*** DATA FOR REVIEW Section Begins ***
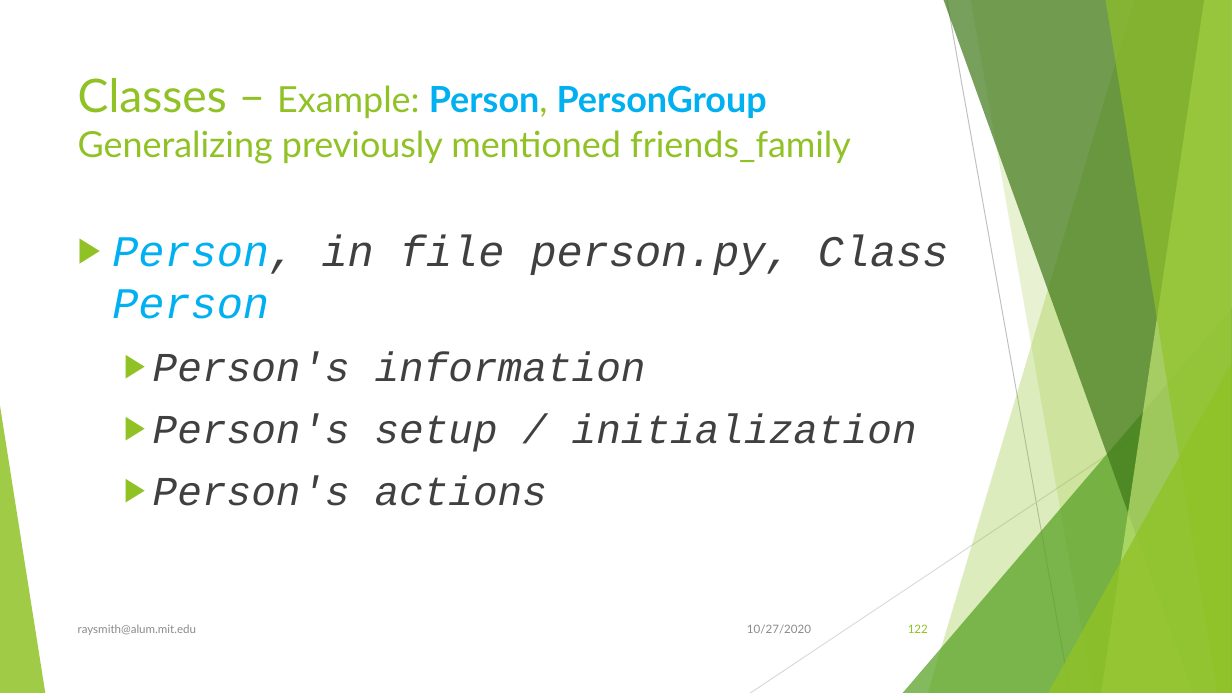
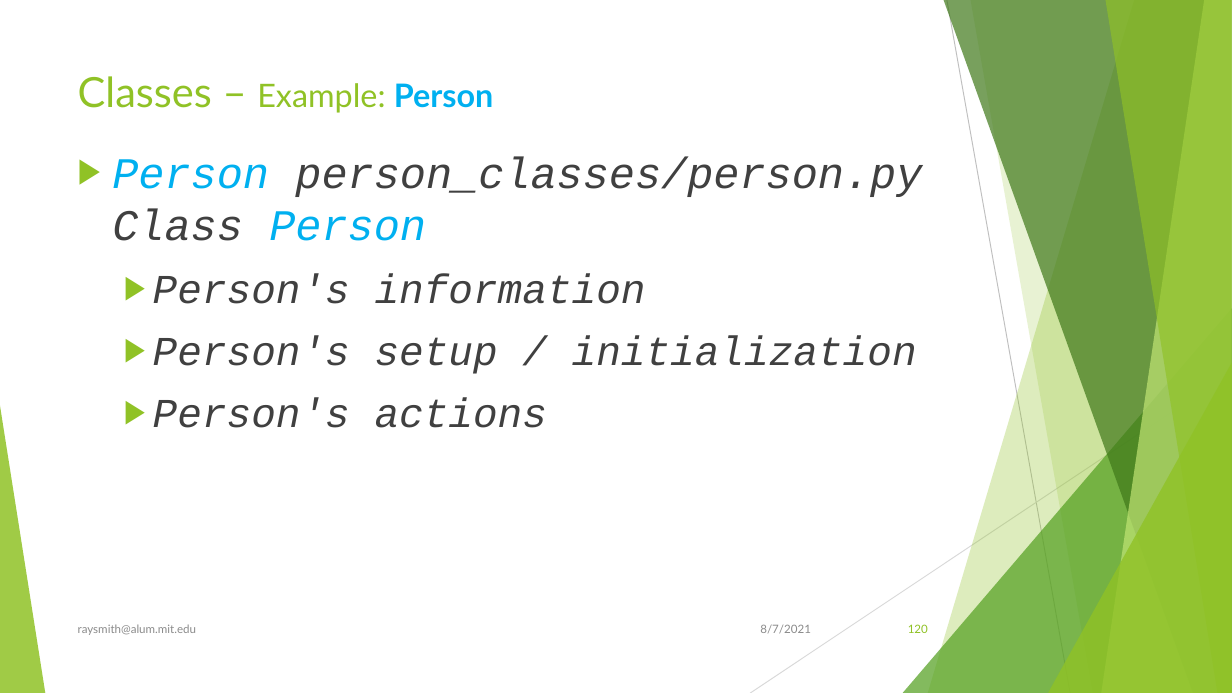
Before and after one commit to raysmith619/Introduction-To-Programming, a slide deck: slide 120 of Docs/Introduction to Proramming Using Python.pptx (slide 122 before the commit). Drawn at 1232x693 pixels with LibreOffice and Linux fonts; fonts in the diff are those of the drawing. Boxes give left, top, right and bottom in pixels: in the first picture for what was removed or moved away, otherwise in the second. Text is boxed around its words. In the diff, an @@ line names an element or a change of style, - is before the commit and + after.

```diff
--- a/Docs/Introduction to Proramming Using Python.pptx
+++ b/Docs/Introduction to Proramming Using Python.pptx
@@ title at (78, 76, 494, 113): text changed; size 28 to 25.2 pt @@
-Classes – Example: Person, PersonGroup
-Generalizing previously mentioned friends_family
+Classes – Example: Person
@@ text "Person person_classes/person.py Class Person": place and size @@
-text "Person person_classes/person.py Class Person" at (112, 234, 949, 506)
+text "Person person_classes/person.py Class Person" at (112, 156, 922, 428)
@@ text at (112, 156, 922, 241): text changed @@
-▶ Person, in file person.py, Class Person
+▶ Person person_classes/person.py Class Person
@@ text at (760, 624, 811, 634): text changed @@
-10/27/2020
+8/7/2021
@@ page number at (908, 624, 928, 633): text changed @@
-122
+120
```
Also in this commit, not shown: 122 other slides changed, 19 slides added, 7 slides removed, 17 other files.
*** DATA FOR REVIEW Section Ends ***
▶ **WHAT IS EXPECTED**
This calls for each record above to be set down exactly, with the images skipped.

▶ **REPLY TO THE TASK**
Before and after one commit to raysmith619/Introduction-To-Programming, a slide deck: slide 120 of Docs/Introduction to Proramming Using Python.pptx (slide 122 before the commit). Drawn at 1232x693 pixels with LibreOffice and Linux fonts; fonts in the diff are those of the drawing. Boxes give left, top, right and bottom in pixels: in the first picture for what was removed or moved away, otherwise in the second. Text is boxed around its words. In the diff, an @@ line names an element or a change of style, - is before the commit and + after.

```diff
--- a/Docs/Introduction to Proramming Using Python.pptx
+++ b/Docs/Introduction to Proramming Using Python.pptx
@@ title at (78, 76, 494, 113): text changed; size 28 to 25.2 pt @@
-Classes – Example: Person, PersonGroup
-Generalizing previously mentioned friends_family
+Classes – Example: Person
@@ text "Person person_classes/person.py Class Person": place and size @@
-text "Person person_classes/person.py Class Person" at (112, 234, 949, 506)
+text "Person person_classes/person.py Class Person" at (112, 156, 922, 428)
@@ text at (112, 156, 922, 241): text changed @@
-▶ Person, in file person.py, Class Person
+▶ Person person_classes/person.py Class Person
@@ text at (760, 624, 811, 634): text changed @@
-10/27/2020
+8/7/2021
@@ page number at (908, 624, 928, 633): text changed @@
-122
+120
```
Also in this commit, not shown: 122 other slides changed, 19 slides added, 7 slides removed, 17 other files.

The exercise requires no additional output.